I have an emergency. I have just builded the attached circuit, but the IGBT's went up in smoke, when I plugged in the 230V mains. It's a circuit for driving a 230V inductor motor in three phases with IGBT's controlled from a PIC.

I really need some ideas on how to drive such a motor with a simple circuit, though I need to use the motor in a few days. Have you any ideas on how to do it with no special components (like IGBT's) or how to fix my other circuit?

Any help will be appreciated
Thanks

Papabravo · 8th May 2007, 06:06 PM

What is it that prevents both upper and lower devices from being ON at the same time?
As I see it when the PIC side is unpowered the LEDs in the optos will be OFF, the output transistors in the optos will be OFF and the 1K pullup resistors will pull the inputs of the TC426 high and the outputs of the TC426 will be low and the IGBT's will all be off. This is a good thing.

When the PIC is powered on the behavior of the port pins is critical. If they are high impedance with pullups enabled then the LEDs in the optos will be ON, the transistors in the optos will be ON pulling the inputs to the TC426 LOW, allowing the outputs to go HIGH turning both IGBT's ON letting out the magic smoke. Is that what happens, or did I overlook something?

Electronics4you · 8th May 2007, 07:32 PM

It wasn't actually the IGBT's if I wrote that. The 10k resistor to the gate burned out, but the power was only 15.6V to that, which is not enough. Can the capacitor give some energy to kill the resistor?

Electronics4you · 8th May 2007, 07:58 PM

Is the 10k resistors really needed, or is the 1.5A max output from the driver IC's enough and it won't burn?

Papabravo · 8th May 2007, 08:13 PM

What was the power rating on the 10K resistors? It is hard to imagine more than 15.6 Volts across the resistors. If they were 1/10 Watt 0805 SMT resistors then

Code:

15.6V/10K = 1.56 mA
((1.56 mA)^2)*10K = 24 mW
NOT enough for smoke

The only thing the 10K resistors do is slow down the switching of the IGBT's. So when did the resistors smoke? How many of them smoked? What was the PIC doing when they smoked? Would it be possible to actually include some relevent and useful information in your post if you want some actual help instead of rank speculation?

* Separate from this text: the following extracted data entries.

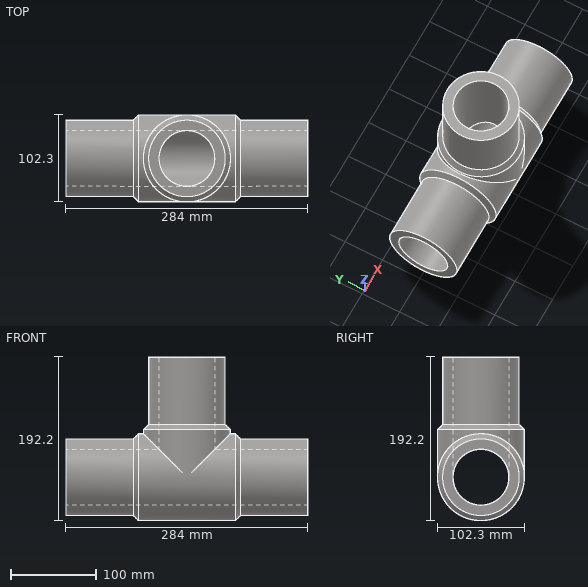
import cadquery as cq

run_length = 284.0
branch_height = 141.0
spigot_length = 79.0
spigot_diameter = 90.0
body_diameter = 102.3
bore_diameter = 65.4

run_half_length = run_length / 2
shoulder_chamfer = (body_diameter - spigot_diameter) / 2


def arm_outline(plane, reach):
    """Solid arm from the origin along the plane normal: body, chamfered shoulder, spigot."""
    body_length = reach - spigot_length
    body = (
        cq.Workplane(plane)
        .circle(body_diameter / 2)
        .extrude(body_length)
        .faces(cq.selectors.DirectionMinMaxSelector(plane.zDir, True))
        .chamfer(shoulder_chamfer)
    )
    spigot = cq.Workplane(plane).circle(spigot_diameter / 2).extrude(reach)
    return body.union(spigot)


def arm_bore(plane, reach):
    """Bore from the origin out through the end face of an arm."""
    return cq.Workplane(plane).circle(bore_diameter / 2).extrude(reach)


origin = (0, 0, 0)
along_y = (0, 1, 0)
right_plane = cq.Plane(origin, along_y, (1, 0, 0))
left_plane = cq.Plane(origin, along_y, (-1, 0, 0))
branch_plane = cq.Plane(origin, along_y, (0, 0, 1))

run = arm_outline(right_plane, run_half_length).union(arm_outline(left_plane, run_half_length))
run_bore = arm_bore(right_plane, run_half_length).union(arm_bore(left_plane, run_half_length))

outside = run.clean().union(arm_outline(branch_plane, branch_height))

result = outside.cut(run_bore.clean()).cut(arm_bore(branch_plane, branch_height))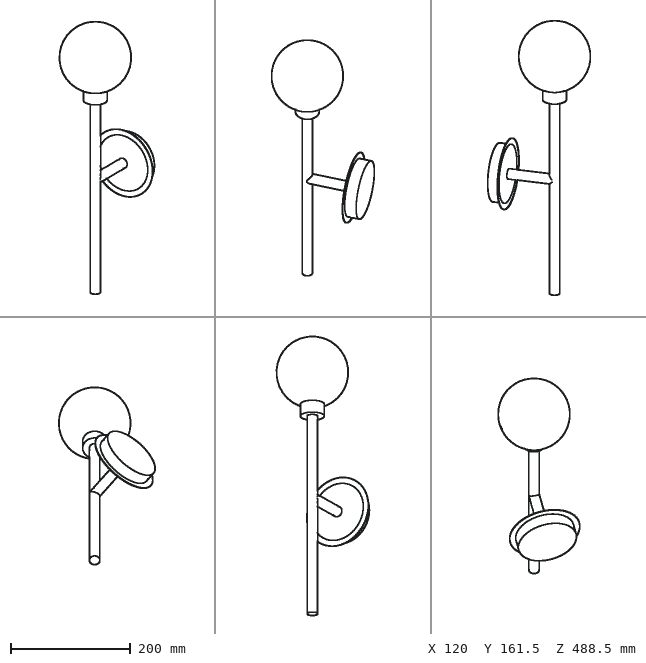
import cadquery as cq

total_height = 488.5
disc_radius = 60.0
collar_radius = 20.0
collar_height = 21.0
tube_radius = 9.0
globe_flat_drop = 56.5
arm_height = 206.0
stem_to_plate = 80.5
plate_thickness = 1.0
canopy_radius = 50.0
total_depth = 161.5

globe_center_z = total_height - disc_radius
collar_top_z = globe_center_z - globe_flat_drop
collar_bottom_z = collar_top_z - collar_height
canopy_front_y = stem_to_plate + plate_thickness
canopy_back_y = total_depth - disc_radius


def upright_cylinder(radius, bottom_z, top_z):
    return cq.Workplane("XY", origin=(0, 0, bottom_z)).circle(radius).extrude(top_z - bottom_z)


def wall_cylinder(radius, front_y, back_y):
    """Cylinder along Y, centred on the arm axis."""
    plane = cq.Workplane("XZ", origin=(0, front_y, arm_height))
    return plane.circle(radius).extrude(front_y - back_y)


def make_globe():
    """Sphere cut flat underneath, where it rests on the collar."""
    sphere = cq.Workplane("XY", origin=(0, 0, globe_center_z)).sphere(disc_radius)
    return sphere.intersect(upright_cylinder(2 * disc_radius, collar_top_z, total_height))


def make_collar():
    return upright_cylinder(collar_radius, collar_bottom_z, collar_top_z)


def make_stand():
    """Vertical stem with the equal-diameter arm joined to it as a tee."""
    stem = upright_cylinder(tube_radius, 0, collar_bottom_z)
    arm = wall_cylinder(tube_radius, 0, stem_to_plate)
    return stem.union(arm)


def make_cover_plate():
    return wall_cylinder(disc_radius, stem_to_plate, canopy_front_y)


def make_canopy():
    return wall_cylinder(canopy_radius, canopy_front_y, canopy_back_y)


globe = make_globe()
collar = make_collar()
stand = make_stand()
cover_plate = make_cover_plate()
canopy = make_canopy()

result = cq.Compound.makeCompound([
    globe.val(),
    collar.val(),
    stand.val(),
    cover_plate.val(),
    canopy.val(),
])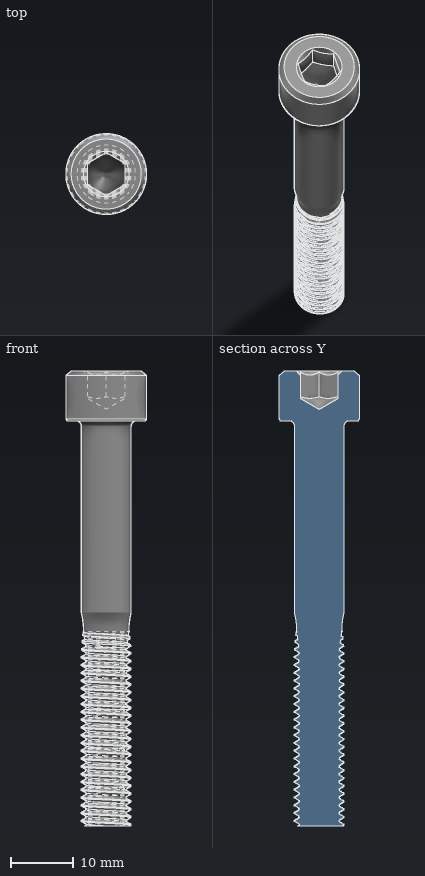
import cadquery as cq
import math


TOTAL_LENGTH = 73.0

HEAD_DIAMETER = 13.0
HEAD_HEIGHT = 8.0
TOP_CHAMFER_WIDTH = 0.9
TOP_CHAMFER_HEIGHT = 0.7
LOWER_CHAMFER_WIDTH = 0.2
LOWER_CHAMFER_HEIGHT = 0.4

HEX_ACROSS_FLATS = 6.0
SOCKET_DEPTH = 4.0
SOCKET_FLOOR_ANGLE = 120.0
COUNTERSINK_DIAMETER = 7.3
COUNTERSINK_ANGLE = 90.0

SHANK_DIAMETER = 8.0
SHANK_LENGTH = 30.7
NECK_DIAMETER = 7.3
UNDERHEAD_WIDTH = 0.65
UNDERHEAD_HEIGHT = 0.9

THREAD_LENGTH = 31.25
SECTION_TURNS = 5
SECTION_COUNT = 5
ROOT_DIAMETER = 6.6
FLANK_ANGLE = 30.0
CREST_SHARE = 1 / 8
TIP_CREST_ANGLE = 63.0
FLANK_STEPS = 6
RUNOUT_TURNS = 2.5
RUNOUT_CREST_STEP = 0.1
RUNOUT_CORE_INSET = 0.1
CLEARANCE = 0.7

HEAD_RADIUS = HEAD_DIAMETER / 2
SHANK_RADIUS = SHANK_DIAMETER / 2
NECK_RADIUS = NECK_DIAMETER / 2
ROOT_RADIUS = ROOT_DIAMETER / 2
PITCH = THREAD_LENGTH / (SECTION_TURNS * SECTION_COUNT)
SECTION_LENGTH = SECTION_TURNS * PITCH
TIP_Z = HEAD_HEIGHT - TOTAL_LENGTH
THREAD_TOP_Z = TIP_Z + THREAD_LENGTH
RUNOUT_END_Z = THREAD_TOP_Z - RUNOUT_TURNS * PITCH


def revolve_about_z(outline):
    """Revolve a closed outline of radius and height about the Z axis."""
    return outline.close().revolve(360, (0, 0, 0), (0, 1, 0))


def polar(radius, angle):
    """Point at a radius and an angle in degrees."""
    return (radius * math.cos(math.radians(angle)), radius * math.sin(math.radians(angle)))


def make_blank():
    """Head, filleted shank, concave neck and the cone under the thread runout as one turned body."""
    neck_height = -SHANK_LENGTH - THREAD_TOP_Z
    neck_step = SHANK_RADIUS - NECK_RADIUS
    arc_radius = (neck_height**2 + neck_step**2) / (2 * neck_step)
    half_angle = math.asin(neck_height / arc_radius) / 2
    arc_middle = (
        NECK_RADIUS + arc_radius * (1 - math.cos(half_angle)),
        THREAD_TOP_Z + arc_radius * math.sin(half_angle),
    )
    outline = (
        cq.Workplane("XZ")
        .moveTo(0, RUNOUT_END_Z)
        .lineTo(ROOT_RADIUS - RUNOUT_CORE_INSET, RUNOUT_END_Z)
        .lineTo(NECK_RADIUS, THREAD_TOP_Z)
        .threePointArc(arc_middle, (SHANK_RADIUS, -SHANK_LENGTH))
        .lineTo(SHANK_RADIUS, -UNDERHEAD_HEIGHT)
        .tangentArcPoint((UNDERHEAD_WIDTH, UNDERHEAD_HEIGHT))
        .lineTo(HEAD_RADIUS - LOWER_CHAMFER_WIDTH, 0)
        .lineTo(HEAD_RADIUS, LOWER_CHAMFER_HEIGHT)
        .lineTo(HEAD_RADIUS, HEAD_HEIGHT - TOP_CHAMFER_HEIGHT)
        .lineTo(HEAD_RADIUS - TOP_CHAMFER_WIDTH, HEAD_HEIGHT)
        .lineTo(0, HEAD_HEIGHT)
    )
    return revolve_about_z(outline)


def flank_points(start_radius, end_radius, start_angle, end_angle):
    """Points on a spiral whose radius grows evenly with the angle, without its first point."""
    points = []
    for step in range(1, FLANK_STEPS + 1):
        share = step / FLANK_STEPS
        radius = start_radius + share * (end_radius - start_radius)
        points.append(polar(radius, start_angle + share * (end_angle - start_angle)))
    return points


def make_thread_section():
    """Lowest thread section: the cross-section of the thread, twisted along the axis."""
    flank_height = (SHANK_RADIUS - ROOT_RADIUS) * math.tan(math.radians(FLANK_ANGLE))
    crest_end = 180 * CREST_SHARE
    root_start = crest_end + 360 * flank_height / PITCH
    root_end = 360 - root_start
    crest_start = 360 - crest_end
    cross_section = (
        cq.Workplane("XY")
        .moveTo(*polar(SHANK_RADIUS, crest_start))
        .threePointArc(polar(SHANK_RADIUS, 0), polar(SHANK_RADIUS, crest_end))
        .spline(flank_points(SHANK_RADIUS, ROOT_RADIUS, crest_end, root_start), includeCurrent=True)
        .threePointArc(polar(ROOT_RADIUS, 180), polar(ROOT_RADIUS, root_end))
        .spline(flank_points(ROOT_RADIUS, SHANK_RADIUS, root_end, crest_start), includeCurrent=True)
        .close()
    )
    section = cross_section.twistExtrude(SECTION_LENGTH, -360 * SECTION_TURNS)
    return section.rotate((0, 0, 0), (0, 0, 1), TIP_CREST_ANGLE).translate((0, 0, TIP_Z))


def make_runout_limit():
    """Body that keeps the thread full below and lowers its crest evenly towards the neck."""
    full_radius = SHANK_RADIUS + CLEARANCE
    outline = (
        cq.Workplane("XZ")
        .moveTo(0, TIP_Z)
        .lineTo(full_radius, TIP_Z)
        .lineTo(full_radius, RUNOUT_END_Z)
        .lineTo(SHANK_RADIUS, RUNOUT_END_Z)
        .lineTo(NECK_RADIUS + RUNOUT_CREST_STEP, THREAD_TOP_Z)
        .lineTo(0, THREAD_TOP_Z)
    )
    return revolve_about_z(outline)


def make_socket():
    """Hexagon socket with flats facing X, a conical floor and a countersunk mouth."""
    corner_diameter = HEX_ACROSS_FLATS / math.cos(math.radians(30))
    mouth_radius = COUNTERSINK_DIAMETER / 2
    floor_z = HEAD_HEIGHT - SOCKET_DEPTH
    apex_z = floor_z - mouth_radius / math.tan(math.radians(SOCKET_FLOOR_ANGLE / 2))

    hexagon = (
        cq.Workplane("XY", origin=(0, 0, apex_z))
        .transformed(rotate=(0, 0, 30))
        .polygon(6, corner_diameter)
        .extrude(HEAD_HEIGHT - apex_z)
    )
    drill = revolve_about_z(
        cq.Workplane("XZ")
        .moveTo(0, apex_z)
        .lineTo(mouth_radius, floor_z)
        .lineTo(mouth_radius, HEAD_HEIGHT)
        .lineTo(0, HEAD_HEIGHT)
    )
    countersink_depth = mouth_radius / math.tan(math.radians(COUNTERSINK_ANGLE / 2))
    countersink = revolve_about_z(
        cq.Workplane("XZ")
        .moveTo(0, HEAD_HEIGHT - countersink_depth)
        .lineTo(mouth_radius, HEAD_HEIGHT)
        .lineTo(0, HEAD_HEIGHT)
    )
    return hexagon.intersect(drill).union(countersink)


thread_section = make_thread_section()
top_section = thread_section.translate((0, 0, (SECTION_COUNT - 1) * SECTION_LENGTH))
runout_section = top_section.intersect(make_runout_limit(), clean=False)

screw = make_blank().cut(make_socket()).union(runout_section, clean=False)
for index in reversed(range(SECTION_COUNT - 1)):
    screw = screw.union(thread_section.translate((0, 0, index * SECTION_LENGTH)), clean=False)
result = screw.solids()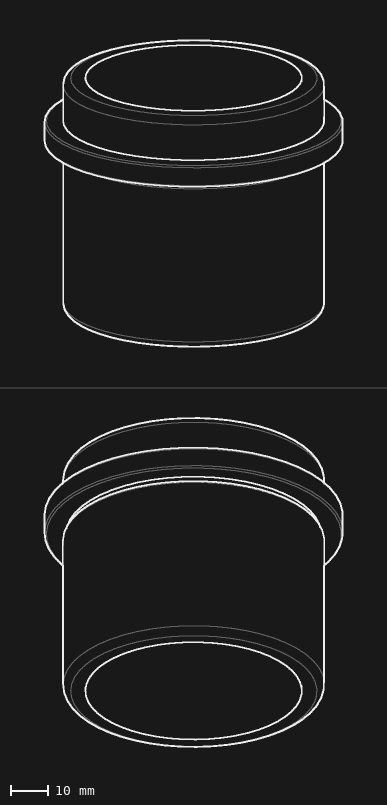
import cadquery as cq

flange_diameter = 80.0
body_diameter = 70.0
bore_diameter = 58.0
height = 65.0
end_rounding = 2.0

flange_thickness = 6.0
flange_setback = 12.0
flange_edge_rounding = 0.5
groove_width = 1.5
groove_diameter = 68.4
groove_lip_rounding = 0.5

flange_top = height - flange_setback
flange_bottom = flange_top - flange_thickness
groove_bottom = flange_bottom - groove_width


def disc(diameter, bottom, top):
    """Solid cylinder on the Z axis between two heights."""
    return cq.Workplane("XY").workplane(offset=bottom).circle(diameter / 2).extrude(top - bottom)


barrel = disc(body_diameter, 0, groove_bottom)
barrel = barrel.faces("<Z").edges().fillet(end_rounding)
barrel = barrel.faces(">Z").edges().fillet(groove_lip_rounding)

groove_core = disc(groove_diameter, groove_bottom, flange_bottom)

flange = disc(flange_diameter, flange_bottom, flange_top).edges().fillet(flange_edge_rounding)

collar = disc(body_diameter, flange_top, height).faces(">Z").edges().fillet(end_rounding)

bore = disc(bore_diameter, 0, height)

result = barrel.union(groove_core).union(flange).union(collar).cut(bore)

philba · 8th May 2007, 08:35 PM

just a guess but it sounds more like 230 was across the 10K resistor - that's 5W. poof! Probably a wiring error.

Electronics4you · 8th May 2007, 08:38 PM

Only five of the resistors smoke. They started to smoke, when a just pluged in the main supply. The PIC wasn't connected then. I therefore didn't had the time to measure the voltage to the resistors.

I tested the circuit with a 20V DC supply (soldered to the cap) before adding the 230V. It worked fine and only 15.6V to the resistors. The motor (a smaller one) started running with the supply of 5V. Is it possible that the 230V mains is interrupting the driver IC's?

Papabravo · 8th May 2007, 09:27 PM

Could you clarify what you mean by:
"Is it possible that the 230V mains is interrupting the driver IC's?"

The gate of an IGBT like the gate of a FET does NOT draw appreciable DC or quiescent current. The only way I see for five resistors out of six to be destroyed is a wiring mistake. Without more information I don't see any possibility of helping you further.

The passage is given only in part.